One of my many focuses lately has been developing a memory ordering model for our project here at Microsoft. There are four main questions to answer when defining such a model:
- What are the ordering guarantees for ordinary loads and stores?
- What are the ordering guarantees for volatile loads and stores?
- What kinds of explicit fences are allowed?
- Where are fences used automatically, e.g. to preserve type safety and security?
These tend to be the differentiation points for any model. Everything else is mostly commodity. Not that there is much else, mind you, but respecting data dependence, not speculating ahead such that exceptions occur that wouldn't have occurred in a sequential execution, and so forth are all must haves, for instance. Most interesting permutations of answers for these questions have already been explored, and industry consensus is being reached, so it would be better to say I've been picking a model rather than defining one.
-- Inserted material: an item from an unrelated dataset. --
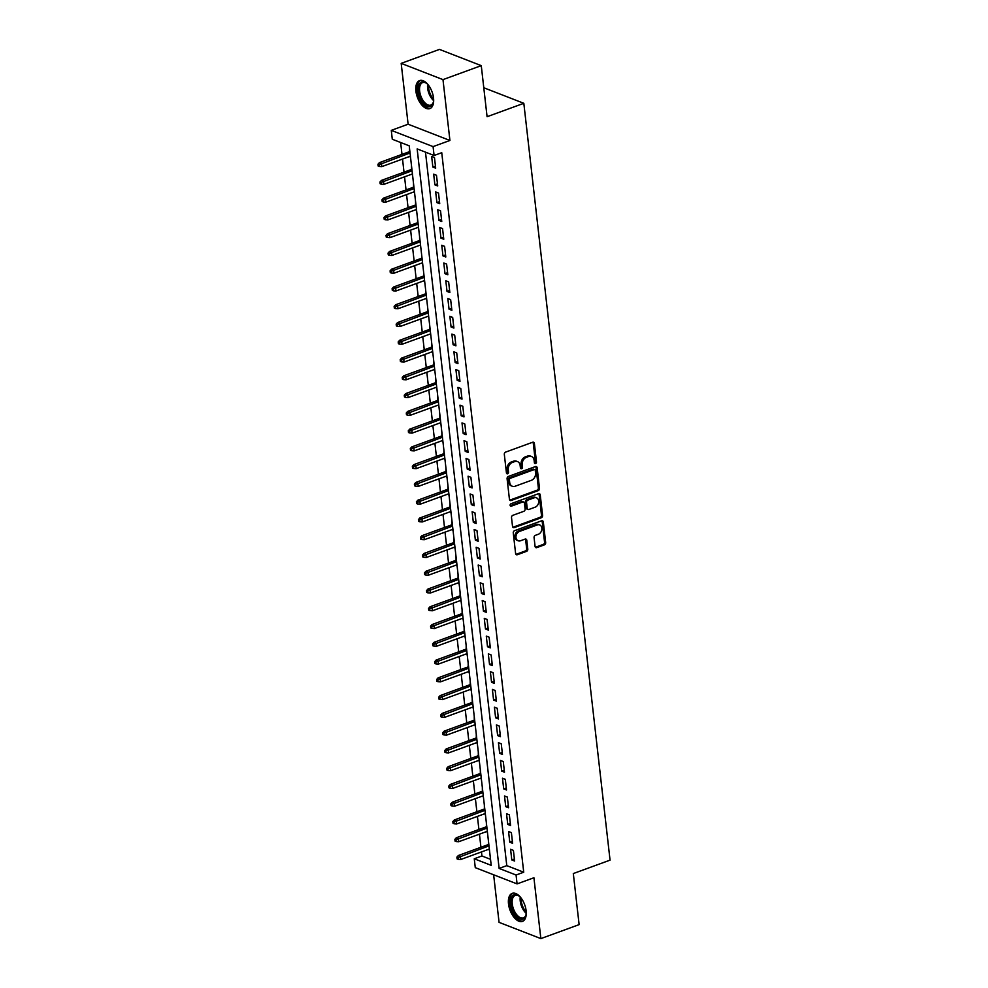 <?xml version="1.0" encoding="UTF-8"?>
<svg xmlns="http://www.w3.org/2000/svg" width="988" height="988" viewBox="0 0 988 988"><rect width="100%" height="100%" fill="white"/><g stroke="black" fill="none" stroke-linecap="round" stroke-linejoin="round"><path stroke-width="1.48" d="M535.582 463.57A1.309 1.013 111.2 0 0 536.484 461.964L534.385 443.439A1.877 1.457 111.2 0 0 532.68 442.241L505.621 452.109A1.877 1.457 111.2 0 0 504.325 454.406L506.436 472.931A1.309 1.013 111.2 0 0 508.536 472.165L508.264 469.769A6.014 4.656 111.2 0 1 512.439 462.433L514.686 461.606A6.014 4.656 111.2 0 1 517.502 461.581A6.014 4.656 111.2 0 1 520.133 465.434L520.404 467.83A1.309 1.013 111.2 0 0 522.516 467.065L522.244 464.669A6.014 4.656 111.2 0 1 526.419 457.333L528.666 456.505A6.014 4.656 111.2 0 1 531.482 456.481A6.014 4.656 111.2 0 1 534.113 460.334L534.385 462.73A1.309 1.013 111.2 0 0 535.582 463.57M534.496 463.113A1.309 1.013 111.2 0 0 535.36 461.52L533.248 442.995A1.877 1.457 111.2 0 0 532.927 442.167M506.535 473.314A1.309 1.013 111.2 0 0 507.412 471.721L507.128 469.325L508.264 469.769M520.515 468.213A1.309 1.013 111.2 0 0 521.38 466.62L521.108 464.224L522.244 464.669M526.135 910.8A14.931 7.818 -110.1 0 0 512.204 893.362A14.931 7.818 -110.1 0 0 508.511 903.958A14.931 7.818 -110.1 0 0 522.442 921.396A14.931 7.818 -110.1 0 0 526.135 910.8M433.534 98.01A14.931 7.818 -110.1 0 0 419.604 80.571A14.931 7.818 -110.1 0 0 415.911 91.168A14.931 7.818 -110.1 0 0 429.829 108.606A14.931 7.818 -110.1 0 0 433.534 98.01M535.076 546.438A1.877 1.457 111.2 0 0 536.78 547.636L544.376 544.87A1.877 1.457 111.2 0 0 545.672 542.573L543.326 521.997A1.877 1.457 111.2 0 0 541.622 520.8L514.575 530.667A1.877 1.457 111.2 0 0 513.266 532.964L515.613 553.539A1.877 1.457 111.2 0 0 517.317 554.737L526.481 551.39A1.877 1.457 111.2 0 0 527.79 549.106L526.789 540.288A1.877 1.457 111.2 0 0 525.085 539.102L520.54 540.757A5.026 3.89 111.2 0 1 518.181 540.769A5.026 3.89 111.2 0 1 516.008 536.126A5.026 3.89 111.2 0 1 519.478 531.433L537.287 524.924A5.026 3.89 111.2 0 1 539.633 524.912A5.026 3.89 111.2 0 1 541.819 529.556A5.026 3.89 111.2 0 1 538.349 534.261L535.385 535.335A1.877 1.457 111.2 0 0 534.076 537.633L535.076 546.438M516.069 875.01L517.082 883.902L475.277 867.649L474.265 858.77L491.209 865.352L409.23 145.829L392.285 139.246L391.285 130.367L433.077 146.607L434.09 155.499L417.146 148.904L499.125 868.427L516.069 875.01L523.726 872.219L441.747 152.695L434.09 155.499M481.267 65.64L442.982 79.62L401.19 63.368L439.462 49.4L481.267 65.64L487.084 116.72L523.825 103.308L610.053 860.14L573.312 873.553L579.129 924.632L540.856 938.6L533.915 877.752L517.082 883.902M401.19 63.368L408.118 124.216L449.923 140.469L442.982 79.62M449.923 140.469L433.077 146.607M538.188 490.628A1.877 1.457 111.2 0 0 539.497 488.344L537.151 467.756A1.877 1.457 111.2 0 0 535.447 466.571L508.4 476.438A1.877 1.457 111.2 0 0 507.091 478.735L509.438 499.311A1.877 1.457 111.2 0 0 511.142 500.508L538.188 490.628L537.064 490.196A1.877 1.457 111.2 0 0 538.361 487.899L536.015 467.324A1.877 1.457 111.2 0 0 535.706 466.497M540.238 494.877L542.585 515.452A1.877 1.457 111.2 0 1 541.276 517.749L514.229 527.617A1.877 1.457 111.2 0 1 512.525 526.431L511.525 517.613A1.877 1.457 111.2 0 1 512.821 515.328L523.801 511.327A1.877 1.457 111.2 0 0 525.097 509.03L524.443 503.188A1.877 1.457 111.2 0 0 522.738 501.99L511.315 506.165A1.309 1.013 111.2 0 1 511.031 503.719L538.534 493.679A1.877 1.457 111.2 0 1 540.238 494.877L539.115 494.445L541.449 515.02L542.585 515.452M493.642 874.788L499.064 922.36L540.856 938.6M488.986 849.186L489.579 851.026M488.405 840.665L488.443 844.518M486.961 831.427L487.553 833.267M486.38 822.893L486.429 826.758M484.935 813.655L485.528 815.495M484.355 805.134L484.404 808.987M482.91 795.896L483.515 797.724M482.329 787.362L482.379 791.227M480.884 778.124L481.489 779.964M480.304 769.603L480.353 773.456M478.859 760.365L479.464 762.193M478.278 751.831L478.328 755.697M476.834 742.593L477.439 744.433M476.253 734.072L476.302 737.925M474.808 724.834L475.413 726.662M474.228 716.3L474.277 720.166M472.783 707.062L473.388 708.902M472.202 698.541L472.252 702.394M470.757 689.303L471.362 691.131M470.189 680.769L470.226 684.622M468.744 671.531L469.337 673.371M468.164 663.01L468.201 666.863M466.719 653.76L467.312 655.6M466.138 645.238L466.188 649.091M464.693 636L465.286 637.84M464.113 627.479L464.162 631.332M462.668 618.229L463.273 620.069M462.088 609.707L462.137 613.56M460.643 600.469L461.248 602.31M460.062 591.936L460.112 595.801M458.617 582.698L459.222 584.538M458.037 574.176L458.086 578.029M456.592 564.938L457.197 566.766M456.011 556.405L456.061 560.27M454.566 547.167L455.172 549.007M453.986 538.645L454.035 542.498M452.541 529.407L453.146 531.235M451.961 520.874L452.01 524.739M450.516 511.636L451.121 513.476M449.948 503.114L449.985 506.968M448.503 493.877L449.095 495.704M447.922 485.343L447.959 489.208M446.477 476.105L447.07 477.945M445.897 467.583L445.946 471.437M444.452 458.346L445.045 460.173M443.871 449.812L443.921 453.665M442.426 440.574L443.032 442.414M441.846 432.052L441.895 435.906M440.401 422.802L441.006 424.642M439.821 414.281L439.87 418.134M438.376 405.043L438.981 406.883M437.795 396.521L437.845 400.375M436.35 387.271L436.955 389.111M435.77 378.75L435.819 382.603M434.325 369.512L434.93 371.34M433.744 360.978L433.794 364.844M432.299 351.74L432.905 353.581M431.719 343.219L431.768 347.072M430.274 333.981L430.879 335.809M429.706 325.447L429.743 329.313M428.261 316.209L428.854 318.05M427.681 307.688L427.718 311.541M426.236 298.45L426.828 300.278M425.655 289.916L425.704 293.782M424.21 280.678L424.803 282.519M423.63 272.157L423.679 276.01M422.185 262.919L422.79 264.747M421.604 254.385L421.654 258.251M420.159 245.148L420.764 246.988M419.579 236.626L419.628 240.479M418.134 227.376L418.739 229.216M417.554 218.854L417.603 222.708M416.109 209.617L416.714 211.457M415.528 201.095L415.578 204.948M414.083 191.845L414.688 193.685M413.503 183.323L413.552 187.177M412.058 174.086L412.663 175.926M411.477 165.552L411.527 169.417M435.683 168.17L434.461 157.512L431.645 156.413L432.855 167.071L435.683 168.17M437.709 185.942L436.486 175.271L433.67 174.184L434.881 184.842L437.709 185.942M439.722 203.701L438.511 193.043L435.683 191.944L436.906 202.602L439.722 203.701M441.747 221.473L440.537 210.815L437.709 209.715L438.931 220.373L441.747 221.473M443.773 239.232L442.562 228.574L439.734 227.475L440.957 238.133L443.773 239.232M445.798 257.004L444.588 246.345L441.76 245.246L442.97 255.904L445.798 257.004M447.823 274.763L446.613 264.105L443.785 263.006L444.995 273.664L447.823 274.763M449.849 292.534L448.638 281.876L445.81 280.777L447.021 291.435L449.849 292.534M451.874 310.294L450.651 299.636L447.836 298.537L449.046 309.195L451.874 310.294M453.9 328.065L452.677 317.407L449.861 316.308L451.071 326.966L453.9 328.065M455.925 345.825L454.702 335.167L451.887 334.068L453.097 344.738L455.925 345.825M457.95 363.596L456.728 352.938L453.912 351.839L455.122 362.497L457.95 363.596M459.963 381.368L458.753 370.698L455.925 369.611L457.148 380.269L459.963 381.368M461.989 399.127L460.779 388.469L457.95 387.37L459.173 398.028L461.989 399.127M464.014 416.899L462.804 406.229L459.976 405.142L461.198 415.8L464.014 416.899M466.04 434.658L464.829 424L462.001 422.901L463.211 433.559L466.04 434.658M468.065 452.43L466.855 441.772L464.027 440.673L465.237 451.331L468.065 452.43M470.09 470.189L468.88 459.531L466.052 458.432L467.262 469.09L470.09 470.189M472.116 487.961L470.893 477.303L468.077 476.204L469.288 486.862L472.116 487.961M474.141 505.72L472.919 495.062L470.103 493.963L471.313 504.621L474.141 505.72M476.167 523.492L474.944 512.834L472.128 511.735L473.338 522.393L476.167 523.492M478.192 541.251L476.969 530.593L474.154 529.494L475.364 540.164L478.192 541.251M480.205 559.023L478.995 548.365L476.167 547.266L477.389 557.924L480.205 559.023M482.23 576.782L481.02 566.124L478.192 565.025L479.415 575.695L482.23 576.782M484.256 594.554L483.046 583.896L480.217 582.797L481.44 593.455L484.256 594.554M486.281 612.325L485.071 601.655L482.243 600.568L483.453 611.226L486.281 612.325M488.307 630.085L487.096 619.427L484.268 618.327L485.479 628.986L488.307 630.085M490.332 647.856L489.122 637.198L486.294 636.099L487.504 646.757L490.332 647.856M492.357 665.616L491.147 654.958L488.319 653.858L489.529 664.516L492.357 665.616M494.383 683.387L493.16 672.729L490.344 671.63L491.555 682.288L494.383 683.387M496.408 701.147L495.186 690.489L492.37 689.389L493.58 700.047L496.408 701.147M498.434 718.918L497.211 708.26L494.395 707.161L495.606 717.819L498.434 718.918M500.447 736.678L499.236 726.019L496.408 724.92L497.631 735.578L500.447 736.678M502.472 754.449L501.262 743.791L498.434 742.692L499.656 753.35L502.472 754.449M504.498 772.208L503.287 761.55L500.459 760.451L501.682 771.122L504.498 772.208M506.523 789.98L505.313 779.322L502.484 778.223L503.695 788.881L506.523 789.98M508.548 807.739L507.338 797.081L504.51 795.982L505.72 806.653L508.548 807.739M510.574 825.511L509.363 814.853L506.535 813.754L507.746 824.412L510.574 825.511M512.599 843.283L511.389 832.612L508.561 831.525L509.771 842.184L512.599 843.283M425.482 152.152L506.782 865.636L523.726 872.219M510.586 849.285L511.796 859.943L514.625 861.042L513.402 850.384L510.586 849.285M400.634 142.494L401.993 154.387M402.524 159.056L404.018 172.159M404.549 176.827L406.043 189.918M406.574 194.587L408.069 207.69M408.6 212.358L410.082 225.462M410.625 230.13L412.107 243.221M412.638 247.889L414.133 260.993M414.664 265.661L416.158 278.752M416.689 283.42L418.183 296.524M418.714 301.192L420.209 314.283M420.74 318.951L422.234 332.054M422.765 336.723L424.26 349.814M424.791 354.482L426.285 367.585M426.816 372.254L428.31 385.345M428.841 390.013L430.323 403.116M430.867 407.785L432.349 420.876M432.88 425.556L434.374 438.647M434.905 443.316L436.4 456.419M436.931 461.087L438.425 474.178M438.956 478.847L440.45 491.95M440.981 496.618L442.476 509.709M443.007 514.378L444.501 527.481M445.032 532.149L446.527 545.24M447.058 549.908L448.552 563.012M449.083 567.68L450.565 580.771M451.108 585.439L452.59 598.543M453.122 603.211L454.616 616.302M455.147 620.97L456.641 634.074M457.172 638.742L458.667 651.833M459.198 656.514L460.692 669.605M461.223 674.273L462.717 687.376M463.249 692.045L464.743 705.136M465.274 709.804L466.768 722.907M467.299 727.576L468.794 740.667M469.325 745.335L470.807 758.438M471.35 763.106L472.832 776.198M473.363 780.866L474.858 793.969M475.389 798.637L476.883 811.728M477.414 816.397L478.908 829.5M479.439 834.168L480.934 847.259M481.465 851.928L481.922 855.979L490.53 859.325M409.464 147.792L409.501 151.646M410.032 156.314L410.675 158.451M523.825 103.308L483.787 87.747M481.922 855.979L474.265 858.77M408.118 124.216L391.285 130.367M506.782 865.636L499.125 868.427M432.855 167.071L435.449 166.132M434.881 184.842L437.474 183.892M436.906 202.602L439.499 201.663M438.931 220.373L441.513 219.422M440.957 238.133L443.538 237.194M442.97 255.904L445.563 254.953M444.995 273.664L447.589 272.725M447.021 291.435L449.614 290.484M449.046 309.195L451.639 308.256M451.071 326.966L453.665 326.015M453.097 344.738L455.69 343.787M455.122 362.497L457.716 361.559M457.148 380.269L459.741 379.318M459.173 398.028L461.754 397.09M461.198 415.8L463.78 414.849M463.211 433.559L465.805 432.621M465.237 451.331L467.83 450.38M467.262 469.09L469.856 468.151M469.288 486.862L471.881 485.911M471.313 504.621L473.907 503.682M473.338 522.393L475.932 521.442M475.364 540.164L477.957 539.213M477.389 557.924L479.983 556.973M479.415 575.695L481.996 574.744M481.44 593.455L484.021 592.516M483.453 611.226L486.047 610.275M485.479 628.986L488.072 628.047M487.504 646.757L490.097 645.806M489.529 664.516L492.123 663.578M491.555 682.288L494.148 681.337M493.58 700.047L496.174 699.109M495.606 717.819L498.199 716.868M497.631 735.578L500.224 734.64M499.656 753.35L502.25 752.399M501.682 771.122L504.263 770.171M503.695 788.881L506.288 787.942M505.72 806.653L508.314 805.702M507.746 824.412L510.339 823.473M509.771 842.184L512.364 841.233M511.796 859.943L514.39 859.004M531.482 456.481L530.346 456.048A6.014 4.656 111.2 0 0 527.543 456.073L528.666 456.505M521.108 464.224A6.014 4.656 111.2 0 1 525.283 456.888L527.543 456.073M517.502 461.581L516.378 461.149A6.014 4.656 111.2 0 0 513.562 461.174L514.686 461.606M507.128 469.325A6.014 4.656 111.2 0 1 511.302 461.989L513.562 461.174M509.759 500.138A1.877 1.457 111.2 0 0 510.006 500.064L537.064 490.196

What's interesting is that memory model designers are often colored by their favorite architecture du jour. If somebody cares primarily about X86, they are apt to choose something very strong. If somebody cares primarily about ARM, however, they are apt to choose something very weak. There is a classic tradeoff here. Stronger means easier to program, while weaker means better performance. For some reason, many of the projects I've worked on have had an abundance of strong hardware (like X86) and a scarcity of weak hardware (like ARM and IA64). The reality sinks in: most developers on the team code to X86, and then when it comes time to getting more serious about the other platforms, code starts breaking all over the place. This is why the CLR went so strong in 2.0, even though IA64 was an important platform to support.
Let's look at some common answers to the above questions.
For #1:
- C++, Visual C++, ECMA 1.0, Java Memory Model, and Prism: no ordering guarantees.
- CLR 2.0: ordered stores, no ordering for loads.
For #2:
- C++: prevents compiler-only code motion, but explicit fences are needed for processor ordering.
- Visual C++, ECMA 1.0, and CLR 2.0: loads are acquire, stores are release ordered.
- Java Memory Model: loads and stores are fully ordered (sequentially consistent).
For #3:
- C++: implementation-specific.
- Visual C++: intrinsics and Win32 APIs.
- ECMA 1.0 and CLR 2.0: locks, and mostly Win32-style interlocked APIs.
- Java Memory Model: locks, compare-and-swap, atomics, etc.
For #4:
Managed environments like the CLR and JVM need to ensure type safety, even if ordinary loads and stores are unordered. This is nontrivial, because the boundary around type safety is blurred. Certainly we must ensure garbage v-table pointers are not seen. But is a thread allowed to read non-zeroed memory behind an object reference? And can it contain garbage (e.g. "values out of thin air")? What about writes done by mutator threads, including write barriers, while a concurrent collector is tracing objects in the heap? Are array lengths part of the set of protected fields that mustn't be read out of order? Strings, since they are commonly used for security checking? And so on.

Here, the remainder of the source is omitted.